“At Least Metaphors Have My Back”

Yesterday I shared a poem from the collection I just finished reading. As is my habit before filing a book of poems, I’m following up with a second poem for those who enjoyed the first. In this case, it’s from Ben Purkert’s For the Love of Endings and, like more than one poem in the book, is inspired by an “Ex.”

The thought of considering your “ex” as inspiration for poetry never occurred to me. Of course, I have no “ex’s” to rely on. Only “presents” (without the gift wrapping, at least most days).

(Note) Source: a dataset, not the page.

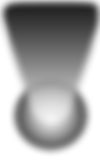
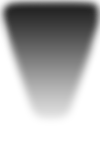
Revision of a layered 100x160 image; what changed, layer by layer:
removed layer "Ellipse 1" (was soft light) over [8,76,94,157]

You, however, might have one or more of these inspirations in your writer’s tool box. Think of the arsenal people like Elizabeth Taylor had! But I digress. To B.P. Poem #2:

 

Dear Ex
Ben Purkert

I’m hardly alone–
like most men, I’ll gaze

at anything to avoid looking
inward. Like how a stream

reflects what surrounds
but never the face of

itself. I mean force, I mean–
forget it. Let’s cast ourselves

into a pond: a still surface
standing forever without

a break. Let’s freeze at
the tipping point when you

leave me, here in the heart
of this song. At least

metaphors have my back;
at least the swallows outside

my window sound into
each other. I hope they fly

so far south, they don’t
remember a thing.

 

Similar to the end of yesterday’s poem, “If I Shut My Eyes, Whatever Doors in Me Fly Open,” an aphoristic-style finish depending on personification and humor. These are good things to be dependent on.

The poem also gains some mileage at men’s expenses. A bit ironic, however, when a male poet writes “like most men, I’ll gaze / at anything to avoid looking / inward.” The line hopes you remember that men feel safest at surface level and hopes you forget that poets look inward for a living (if poetry can be defined as “a living”).

Humor again, we’ll call it. And safe at the plate, if a baseball metaphor is willing to have my back.